On pclinuxos2007 the line merely repeated itself; my bad for trying it on that OS and not Ubuntu

So when tried on Ubuntu, it was 'command not found'

So then I thought I'd get creative and typed; sudo shred /dev/hda.
Well, the hard drive light turned on and was solid, much as it is now with your command, which I might add is working marvelously.

So my question; I wasn't aware of the -v command (which I am now assuming is a verbadim(sp?) command). What did I do to the computer when I typed 'sudo shred /dev/hda'? I hope it wasn't harmful. When I pushed 'q' the process stopped (a desired effect, but again like the forementioned command, it was a guess).

Thanks


----------



## saikee (Jun 11, 2004)

Not too sure what you really want and if Ubuntu is an installed version in the hard disk.

To wipe clean the hard disk is 10 second job with any Live CD. Just use "cfdisk /dev/sda" and in the screen highlight each partition and press delete. Finally press "write", confirm with a "yes" and quit cfdisk. 

The same can be done by "fdisk /dev/sda" but the commands are slightly different but equally effective.

The above is the removal of the partition table rendering whatever inside the hard disk no longer accessible, impossible to read or able to execute. This is adequate for 99% for hard disk users.
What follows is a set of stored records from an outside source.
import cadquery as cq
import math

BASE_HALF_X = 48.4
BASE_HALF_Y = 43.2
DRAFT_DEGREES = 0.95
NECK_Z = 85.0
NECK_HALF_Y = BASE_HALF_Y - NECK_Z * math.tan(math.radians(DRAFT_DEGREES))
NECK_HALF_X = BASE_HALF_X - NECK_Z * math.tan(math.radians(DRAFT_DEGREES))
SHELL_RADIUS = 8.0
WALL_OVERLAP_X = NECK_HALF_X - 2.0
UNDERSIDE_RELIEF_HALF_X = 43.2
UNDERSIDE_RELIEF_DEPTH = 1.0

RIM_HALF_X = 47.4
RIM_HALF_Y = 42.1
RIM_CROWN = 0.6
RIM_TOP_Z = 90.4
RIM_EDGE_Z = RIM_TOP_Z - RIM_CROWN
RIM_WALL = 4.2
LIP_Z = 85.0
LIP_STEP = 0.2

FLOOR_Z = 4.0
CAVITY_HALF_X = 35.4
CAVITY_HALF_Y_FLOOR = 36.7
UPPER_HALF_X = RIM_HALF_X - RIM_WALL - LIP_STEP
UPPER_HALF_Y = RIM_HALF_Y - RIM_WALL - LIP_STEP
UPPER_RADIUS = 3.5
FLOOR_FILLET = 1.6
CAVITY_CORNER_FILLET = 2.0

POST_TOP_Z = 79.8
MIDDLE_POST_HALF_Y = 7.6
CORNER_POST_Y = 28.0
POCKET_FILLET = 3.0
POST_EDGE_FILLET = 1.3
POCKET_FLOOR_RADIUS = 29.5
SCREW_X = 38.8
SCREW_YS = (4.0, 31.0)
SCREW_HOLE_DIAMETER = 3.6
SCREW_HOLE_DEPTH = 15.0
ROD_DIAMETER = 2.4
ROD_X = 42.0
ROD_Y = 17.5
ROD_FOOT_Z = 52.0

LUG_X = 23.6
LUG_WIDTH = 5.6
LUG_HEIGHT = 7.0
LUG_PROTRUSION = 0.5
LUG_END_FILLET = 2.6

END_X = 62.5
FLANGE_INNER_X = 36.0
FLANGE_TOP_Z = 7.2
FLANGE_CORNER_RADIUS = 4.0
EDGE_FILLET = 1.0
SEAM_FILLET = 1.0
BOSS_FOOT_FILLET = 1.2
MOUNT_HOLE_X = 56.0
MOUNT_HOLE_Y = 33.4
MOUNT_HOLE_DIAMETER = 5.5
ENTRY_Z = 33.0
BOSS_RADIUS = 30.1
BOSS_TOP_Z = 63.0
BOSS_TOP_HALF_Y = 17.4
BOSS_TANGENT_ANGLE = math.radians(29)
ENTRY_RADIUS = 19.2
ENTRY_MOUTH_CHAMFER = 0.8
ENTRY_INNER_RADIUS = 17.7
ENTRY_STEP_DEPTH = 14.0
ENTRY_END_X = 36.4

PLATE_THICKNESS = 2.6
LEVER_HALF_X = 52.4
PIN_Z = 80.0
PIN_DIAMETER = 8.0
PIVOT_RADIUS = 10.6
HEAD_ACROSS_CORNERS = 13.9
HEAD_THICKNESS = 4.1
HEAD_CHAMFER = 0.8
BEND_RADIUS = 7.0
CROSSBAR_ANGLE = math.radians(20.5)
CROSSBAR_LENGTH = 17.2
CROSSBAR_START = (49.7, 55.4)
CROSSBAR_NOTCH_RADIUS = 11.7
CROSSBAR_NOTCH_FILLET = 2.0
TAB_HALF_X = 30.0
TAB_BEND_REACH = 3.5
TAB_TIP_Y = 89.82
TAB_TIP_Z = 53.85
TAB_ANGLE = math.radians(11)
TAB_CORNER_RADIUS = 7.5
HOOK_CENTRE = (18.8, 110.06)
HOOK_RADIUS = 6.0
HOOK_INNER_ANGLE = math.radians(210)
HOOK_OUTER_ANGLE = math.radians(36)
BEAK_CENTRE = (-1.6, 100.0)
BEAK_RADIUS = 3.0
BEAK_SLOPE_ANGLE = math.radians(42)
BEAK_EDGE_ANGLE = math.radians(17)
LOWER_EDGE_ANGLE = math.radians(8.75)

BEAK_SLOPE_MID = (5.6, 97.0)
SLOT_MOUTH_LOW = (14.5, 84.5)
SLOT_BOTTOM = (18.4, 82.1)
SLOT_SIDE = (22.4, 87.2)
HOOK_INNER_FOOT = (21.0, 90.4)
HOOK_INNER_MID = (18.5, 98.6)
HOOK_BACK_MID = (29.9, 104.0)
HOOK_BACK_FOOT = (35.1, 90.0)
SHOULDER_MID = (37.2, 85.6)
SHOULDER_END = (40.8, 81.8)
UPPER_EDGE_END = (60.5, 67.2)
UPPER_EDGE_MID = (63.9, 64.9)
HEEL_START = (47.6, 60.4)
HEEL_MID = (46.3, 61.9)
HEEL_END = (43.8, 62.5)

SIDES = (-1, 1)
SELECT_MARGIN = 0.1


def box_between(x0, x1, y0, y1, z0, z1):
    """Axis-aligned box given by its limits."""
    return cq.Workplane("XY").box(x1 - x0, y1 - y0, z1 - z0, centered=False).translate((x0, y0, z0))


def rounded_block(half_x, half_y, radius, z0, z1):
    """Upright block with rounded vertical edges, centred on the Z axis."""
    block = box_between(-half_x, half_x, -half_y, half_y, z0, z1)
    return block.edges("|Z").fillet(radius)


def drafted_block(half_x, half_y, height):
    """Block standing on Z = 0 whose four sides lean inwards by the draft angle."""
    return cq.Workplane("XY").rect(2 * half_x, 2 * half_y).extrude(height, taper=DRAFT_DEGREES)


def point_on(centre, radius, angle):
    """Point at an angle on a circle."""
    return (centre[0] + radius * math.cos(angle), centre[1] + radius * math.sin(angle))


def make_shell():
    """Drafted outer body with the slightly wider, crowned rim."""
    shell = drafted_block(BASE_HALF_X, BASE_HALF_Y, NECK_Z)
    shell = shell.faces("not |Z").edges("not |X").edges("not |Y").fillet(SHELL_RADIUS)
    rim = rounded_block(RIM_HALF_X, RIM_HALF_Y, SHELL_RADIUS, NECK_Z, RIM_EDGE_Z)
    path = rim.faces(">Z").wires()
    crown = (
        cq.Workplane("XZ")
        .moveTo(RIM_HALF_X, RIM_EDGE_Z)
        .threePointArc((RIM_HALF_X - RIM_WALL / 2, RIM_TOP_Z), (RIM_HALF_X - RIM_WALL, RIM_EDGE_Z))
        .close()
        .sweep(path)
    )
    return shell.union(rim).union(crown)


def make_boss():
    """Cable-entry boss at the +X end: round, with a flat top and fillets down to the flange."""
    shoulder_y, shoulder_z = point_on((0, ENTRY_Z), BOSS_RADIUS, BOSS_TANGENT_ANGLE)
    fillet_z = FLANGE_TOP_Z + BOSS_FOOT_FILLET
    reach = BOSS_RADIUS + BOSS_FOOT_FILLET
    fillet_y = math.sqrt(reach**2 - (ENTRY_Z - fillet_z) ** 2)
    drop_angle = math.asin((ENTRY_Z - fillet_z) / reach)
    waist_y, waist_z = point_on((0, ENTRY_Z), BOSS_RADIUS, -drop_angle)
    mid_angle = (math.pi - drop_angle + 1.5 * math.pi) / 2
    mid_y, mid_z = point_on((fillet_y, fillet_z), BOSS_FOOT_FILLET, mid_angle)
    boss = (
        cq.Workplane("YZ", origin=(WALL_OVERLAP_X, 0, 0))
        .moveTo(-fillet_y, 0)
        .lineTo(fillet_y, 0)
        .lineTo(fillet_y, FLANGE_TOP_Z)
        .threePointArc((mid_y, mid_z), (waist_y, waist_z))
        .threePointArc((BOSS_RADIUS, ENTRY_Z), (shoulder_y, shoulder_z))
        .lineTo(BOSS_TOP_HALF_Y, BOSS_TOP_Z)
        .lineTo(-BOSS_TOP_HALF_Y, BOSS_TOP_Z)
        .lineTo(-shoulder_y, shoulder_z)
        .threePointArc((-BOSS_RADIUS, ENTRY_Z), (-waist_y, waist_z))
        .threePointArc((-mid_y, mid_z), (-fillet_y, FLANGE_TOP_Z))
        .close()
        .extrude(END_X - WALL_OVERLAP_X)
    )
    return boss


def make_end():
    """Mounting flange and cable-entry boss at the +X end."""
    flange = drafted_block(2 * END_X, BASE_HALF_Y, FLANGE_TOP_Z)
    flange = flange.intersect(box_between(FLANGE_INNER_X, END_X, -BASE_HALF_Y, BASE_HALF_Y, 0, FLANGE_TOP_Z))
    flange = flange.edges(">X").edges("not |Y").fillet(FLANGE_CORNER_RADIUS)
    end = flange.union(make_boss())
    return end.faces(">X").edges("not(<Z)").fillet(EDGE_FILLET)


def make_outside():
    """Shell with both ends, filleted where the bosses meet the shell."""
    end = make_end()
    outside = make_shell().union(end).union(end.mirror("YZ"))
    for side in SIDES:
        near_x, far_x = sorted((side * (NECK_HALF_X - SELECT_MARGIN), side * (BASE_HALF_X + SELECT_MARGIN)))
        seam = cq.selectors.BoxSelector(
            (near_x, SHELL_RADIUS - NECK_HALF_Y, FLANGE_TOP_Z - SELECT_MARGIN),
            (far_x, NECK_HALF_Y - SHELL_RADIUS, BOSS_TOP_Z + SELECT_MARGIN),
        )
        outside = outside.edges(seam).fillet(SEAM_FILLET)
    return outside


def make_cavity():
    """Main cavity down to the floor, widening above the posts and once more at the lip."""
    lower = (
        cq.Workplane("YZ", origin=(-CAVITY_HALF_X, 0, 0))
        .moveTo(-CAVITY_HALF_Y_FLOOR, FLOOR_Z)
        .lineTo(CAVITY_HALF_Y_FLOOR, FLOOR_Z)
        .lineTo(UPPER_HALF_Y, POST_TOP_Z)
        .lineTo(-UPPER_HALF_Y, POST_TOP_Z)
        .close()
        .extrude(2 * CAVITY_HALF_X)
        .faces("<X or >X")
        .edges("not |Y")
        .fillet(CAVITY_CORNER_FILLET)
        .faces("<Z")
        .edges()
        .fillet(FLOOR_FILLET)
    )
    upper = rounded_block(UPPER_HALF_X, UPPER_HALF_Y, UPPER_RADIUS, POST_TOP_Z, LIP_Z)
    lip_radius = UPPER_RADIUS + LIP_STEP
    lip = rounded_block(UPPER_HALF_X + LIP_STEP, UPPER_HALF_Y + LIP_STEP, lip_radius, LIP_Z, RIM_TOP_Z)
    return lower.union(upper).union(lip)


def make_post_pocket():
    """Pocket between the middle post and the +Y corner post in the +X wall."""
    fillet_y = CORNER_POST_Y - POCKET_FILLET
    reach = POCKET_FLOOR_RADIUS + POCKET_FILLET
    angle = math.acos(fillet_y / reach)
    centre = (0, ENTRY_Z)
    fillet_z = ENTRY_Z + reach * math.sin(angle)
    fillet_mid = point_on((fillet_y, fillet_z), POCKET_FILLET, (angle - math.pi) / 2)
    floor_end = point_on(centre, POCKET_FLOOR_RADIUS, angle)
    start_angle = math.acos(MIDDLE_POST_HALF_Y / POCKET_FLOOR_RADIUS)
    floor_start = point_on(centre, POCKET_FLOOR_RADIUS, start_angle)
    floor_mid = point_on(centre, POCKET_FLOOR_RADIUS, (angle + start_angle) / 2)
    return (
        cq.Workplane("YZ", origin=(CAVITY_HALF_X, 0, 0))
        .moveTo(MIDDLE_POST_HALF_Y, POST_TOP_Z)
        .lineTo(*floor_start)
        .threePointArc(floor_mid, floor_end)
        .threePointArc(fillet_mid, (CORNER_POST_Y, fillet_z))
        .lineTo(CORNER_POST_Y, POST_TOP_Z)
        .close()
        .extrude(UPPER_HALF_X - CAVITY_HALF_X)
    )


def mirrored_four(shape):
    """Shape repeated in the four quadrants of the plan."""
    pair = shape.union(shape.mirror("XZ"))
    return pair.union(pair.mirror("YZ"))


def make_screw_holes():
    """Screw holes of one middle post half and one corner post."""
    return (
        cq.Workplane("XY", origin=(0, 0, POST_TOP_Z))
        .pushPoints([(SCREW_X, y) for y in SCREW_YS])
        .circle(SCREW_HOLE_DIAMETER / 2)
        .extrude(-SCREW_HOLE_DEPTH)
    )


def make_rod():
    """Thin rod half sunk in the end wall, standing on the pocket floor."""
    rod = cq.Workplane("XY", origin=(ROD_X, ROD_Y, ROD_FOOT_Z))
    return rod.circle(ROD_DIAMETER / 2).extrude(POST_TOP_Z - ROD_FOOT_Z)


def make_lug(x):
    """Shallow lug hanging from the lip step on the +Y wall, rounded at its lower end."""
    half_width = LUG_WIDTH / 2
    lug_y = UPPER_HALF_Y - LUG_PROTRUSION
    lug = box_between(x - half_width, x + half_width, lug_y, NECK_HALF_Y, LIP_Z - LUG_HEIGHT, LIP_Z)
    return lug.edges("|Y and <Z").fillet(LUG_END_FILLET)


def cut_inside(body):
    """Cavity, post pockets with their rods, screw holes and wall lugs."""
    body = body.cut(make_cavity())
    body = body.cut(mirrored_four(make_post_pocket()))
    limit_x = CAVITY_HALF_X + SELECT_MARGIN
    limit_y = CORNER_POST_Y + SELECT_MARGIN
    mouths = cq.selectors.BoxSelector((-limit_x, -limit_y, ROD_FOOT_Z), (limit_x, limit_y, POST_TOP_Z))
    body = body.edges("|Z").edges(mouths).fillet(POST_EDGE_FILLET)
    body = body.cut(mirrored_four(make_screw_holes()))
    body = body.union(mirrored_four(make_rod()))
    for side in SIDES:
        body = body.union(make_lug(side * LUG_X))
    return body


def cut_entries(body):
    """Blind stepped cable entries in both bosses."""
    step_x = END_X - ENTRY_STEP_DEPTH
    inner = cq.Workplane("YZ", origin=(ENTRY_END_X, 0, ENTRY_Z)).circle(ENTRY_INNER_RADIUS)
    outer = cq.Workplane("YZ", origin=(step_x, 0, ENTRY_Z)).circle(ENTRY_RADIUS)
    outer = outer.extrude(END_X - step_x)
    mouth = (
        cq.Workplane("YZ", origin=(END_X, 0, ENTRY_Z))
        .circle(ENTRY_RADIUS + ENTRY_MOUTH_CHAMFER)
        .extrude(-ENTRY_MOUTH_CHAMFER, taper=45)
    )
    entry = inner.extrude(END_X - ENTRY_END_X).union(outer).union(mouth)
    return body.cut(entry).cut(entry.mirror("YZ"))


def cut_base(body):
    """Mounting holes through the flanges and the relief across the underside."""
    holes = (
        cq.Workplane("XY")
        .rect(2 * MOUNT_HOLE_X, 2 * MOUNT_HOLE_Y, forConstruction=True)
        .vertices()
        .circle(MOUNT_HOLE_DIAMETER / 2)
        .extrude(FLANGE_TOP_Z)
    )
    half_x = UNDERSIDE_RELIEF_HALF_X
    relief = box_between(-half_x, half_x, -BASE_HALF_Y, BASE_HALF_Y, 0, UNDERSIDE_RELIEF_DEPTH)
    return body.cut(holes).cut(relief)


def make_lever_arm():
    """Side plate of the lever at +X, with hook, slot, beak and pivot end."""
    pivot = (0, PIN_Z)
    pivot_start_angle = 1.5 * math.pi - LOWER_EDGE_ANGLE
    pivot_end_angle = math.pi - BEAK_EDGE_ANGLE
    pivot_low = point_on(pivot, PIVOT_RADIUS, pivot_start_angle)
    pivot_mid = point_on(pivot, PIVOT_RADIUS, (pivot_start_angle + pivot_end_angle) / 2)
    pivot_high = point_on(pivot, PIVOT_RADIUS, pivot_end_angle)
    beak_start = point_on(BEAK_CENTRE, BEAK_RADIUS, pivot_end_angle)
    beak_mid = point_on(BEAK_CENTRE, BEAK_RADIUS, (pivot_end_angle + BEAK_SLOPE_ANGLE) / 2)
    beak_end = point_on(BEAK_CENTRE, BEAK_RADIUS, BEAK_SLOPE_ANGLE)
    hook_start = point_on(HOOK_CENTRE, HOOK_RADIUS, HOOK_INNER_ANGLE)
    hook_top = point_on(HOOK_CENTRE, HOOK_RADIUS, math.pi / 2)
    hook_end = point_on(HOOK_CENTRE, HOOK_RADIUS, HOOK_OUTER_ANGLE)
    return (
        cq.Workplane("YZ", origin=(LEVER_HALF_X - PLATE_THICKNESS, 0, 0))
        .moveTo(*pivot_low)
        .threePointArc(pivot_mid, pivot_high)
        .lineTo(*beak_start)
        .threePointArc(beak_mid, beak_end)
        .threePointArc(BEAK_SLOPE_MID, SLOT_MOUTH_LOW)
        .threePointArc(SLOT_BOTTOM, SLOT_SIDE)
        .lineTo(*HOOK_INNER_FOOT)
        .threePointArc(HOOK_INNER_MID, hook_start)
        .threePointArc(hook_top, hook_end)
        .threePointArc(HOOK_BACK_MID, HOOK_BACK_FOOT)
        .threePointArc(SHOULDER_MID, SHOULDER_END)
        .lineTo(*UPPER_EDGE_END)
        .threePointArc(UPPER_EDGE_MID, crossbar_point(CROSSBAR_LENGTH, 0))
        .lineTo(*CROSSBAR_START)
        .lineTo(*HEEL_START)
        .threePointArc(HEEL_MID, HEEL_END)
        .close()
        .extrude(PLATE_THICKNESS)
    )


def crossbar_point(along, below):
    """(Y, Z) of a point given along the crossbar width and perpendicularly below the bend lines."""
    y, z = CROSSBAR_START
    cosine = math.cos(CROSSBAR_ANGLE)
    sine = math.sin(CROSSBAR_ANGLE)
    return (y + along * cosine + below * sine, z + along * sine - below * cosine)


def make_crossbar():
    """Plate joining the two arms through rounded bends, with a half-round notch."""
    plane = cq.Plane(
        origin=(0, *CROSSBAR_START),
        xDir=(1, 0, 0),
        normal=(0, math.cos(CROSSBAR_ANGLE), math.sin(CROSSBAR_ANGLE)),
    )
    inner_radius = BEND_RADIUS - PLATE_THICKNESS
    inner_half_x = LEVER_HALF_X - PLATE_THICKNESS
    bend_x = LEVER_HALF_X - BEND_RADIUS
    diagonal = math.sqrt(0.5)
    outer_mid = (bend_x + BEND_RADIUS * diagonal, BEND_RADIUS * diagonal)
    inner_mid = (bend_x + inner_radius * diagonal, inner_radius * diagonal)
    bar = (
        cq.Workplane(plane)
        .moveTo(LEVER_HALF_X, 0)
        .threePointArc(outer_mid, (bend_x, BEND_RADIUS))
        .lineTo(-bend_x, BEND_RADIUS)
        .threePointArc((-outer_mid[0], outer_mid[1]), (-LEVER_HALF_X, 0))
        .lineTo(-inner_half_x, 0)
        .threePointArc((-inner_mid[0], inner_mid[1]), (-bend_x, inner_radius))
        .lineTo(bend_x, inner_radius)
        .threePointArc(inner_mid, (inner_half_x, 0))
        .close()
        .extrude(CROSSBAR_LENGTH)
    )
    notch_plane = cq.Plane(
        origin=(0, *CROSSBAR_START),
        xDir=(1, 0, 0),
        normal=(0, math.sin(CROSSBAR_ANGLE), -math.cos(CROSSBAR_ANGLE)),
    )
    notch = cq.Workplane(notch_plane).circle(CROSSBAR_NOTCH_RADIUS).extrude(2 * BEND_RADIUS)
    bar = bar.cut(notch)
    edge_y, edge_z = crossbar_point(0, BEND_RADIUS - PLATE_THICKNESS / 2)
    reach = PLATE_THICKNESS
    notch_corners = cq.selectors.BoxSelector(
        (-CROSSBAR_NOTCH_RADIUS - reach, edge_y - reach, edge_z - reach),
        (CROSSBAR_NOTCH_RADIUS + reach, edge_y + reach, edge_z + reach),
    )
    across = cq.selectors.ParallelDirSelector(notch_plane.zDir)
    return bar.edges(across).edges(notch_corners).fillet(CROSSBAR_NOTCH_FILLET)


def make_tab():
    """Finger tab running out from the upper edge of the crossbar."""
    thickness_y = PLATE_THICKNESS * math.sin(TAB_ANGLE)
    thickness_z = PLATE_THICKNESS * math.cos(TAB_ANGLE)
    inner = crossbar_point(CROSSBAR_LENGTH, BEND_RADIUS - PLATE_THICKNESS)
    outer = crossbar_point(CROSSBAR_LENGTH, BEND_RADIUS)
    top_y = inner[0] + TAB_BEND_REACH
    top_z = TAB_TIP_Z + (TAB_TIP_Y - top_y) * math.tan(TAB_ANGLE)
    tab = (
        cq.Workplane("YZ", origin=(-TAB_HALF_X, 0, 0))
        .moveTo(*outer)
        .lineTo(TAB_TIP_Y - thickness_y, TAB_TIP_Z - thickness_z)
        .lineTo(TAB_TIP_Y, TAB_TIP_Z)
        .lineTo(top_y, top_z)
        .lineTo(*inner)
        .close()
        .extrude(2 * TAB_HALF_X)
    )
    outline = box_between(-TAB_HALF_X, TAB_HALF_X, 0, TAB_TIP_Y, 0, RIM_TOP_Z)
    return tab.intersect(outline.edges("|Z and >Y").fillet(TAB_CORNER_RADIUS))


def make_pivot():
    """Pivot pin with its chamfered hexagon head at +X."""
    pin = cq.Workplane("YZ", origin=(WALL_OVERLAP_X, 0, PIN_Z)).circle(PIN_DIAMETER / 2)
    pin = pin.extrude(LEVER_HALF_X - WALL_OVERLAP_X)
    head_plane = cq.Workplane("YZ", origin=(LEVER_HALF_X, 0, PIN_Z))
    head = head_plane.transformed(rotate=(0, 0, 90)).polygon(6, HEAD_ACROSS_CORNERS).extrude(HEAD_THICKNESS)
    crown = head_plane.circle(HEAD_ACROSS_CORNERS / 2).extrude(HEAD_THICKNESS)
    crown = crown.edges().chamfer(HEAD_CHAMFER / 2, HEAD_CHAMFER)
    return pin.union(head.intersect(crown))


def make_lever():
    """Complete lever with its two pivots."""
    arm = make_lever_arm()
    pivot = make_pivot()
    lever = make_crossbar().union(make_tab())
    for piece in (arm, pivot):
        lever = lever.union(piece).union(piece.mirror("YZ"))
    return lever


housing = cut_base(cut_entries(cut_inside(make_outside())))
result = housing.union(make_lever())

The additional cleaning you can do is to turn every binary bit to "0" but that is only needed if there is information that you must destroy but there are still forensic tools that can restore them.

If the Ubuntu is inside the hard disk it may protect itself from destruction and so you need to do it with a Live CD.


----------



## lotuseclat79 (Sep 12, 2003)

seraphimpatriot said:


> Thank you lotuseclat79.
> 
> I tried a command from another site; #shred-vfz-n 100/dev/hda
> 
> ...


Hi seraphimpatriot,

You seriously need to check your work before you issue a command:
#shred-vfz-n 100/dev/hda
did not work because after shred there is no space between the command and its parameter and between 100 and /, otherwise it would have worked.

You do not need to issue 100 iterations of overwriting to a drive to render its contents forever lost - that's nuts. Three (n=3) would be sufficient according to latest theory.

So issuing: # shred- vfz -n 100 /dev/hda
would have worked but taken forever, while a more practical issue would have been: # shred -vfz -n 3 /dev/hda
or 
# shred -f -n 3 -z /dev/hda

Stop guessing and look at the man page for shred: # man shred

Saikee is right about one thing - do this with a Live CD, and unmount the disk to be wiped first:
# umount /dev/hda

-- Tom


----------



## RobLinux (Nov 7, 2007)

saikee said:


> To wipe clean the hard disk is 10 second job with any Live CD. Just use "cfdisk /dev/sda" and in the screen highlight each partition and press delete. Finally press "write", confirm with a "yes" and quit cfdisk.
> 
> The same can be done by "fdisk /dev/sda" but the commands are slightly different but equally effective.


Or you can zero partion table with dd on the block device for whole disk.

But that still won't "wipe a disk clean", the partitions are re-creatable, and the data recoverable.

Better alternatives are to dd bs=64k if=/dev/zero of=/dev/sda or use if=/dev/urandom to overwrite with random data., or running the badblocks command (badblocks -w -p 9 -t random) to erase old data, which must be destroyed, overwriting it with random dross, and 
finally mkfs after creating a new partitioning scheme then use the disk.

dd & badblocks -w -p 9 -t random ought to be available on 'rescue disks' and small floppy based utilties like the old trbt.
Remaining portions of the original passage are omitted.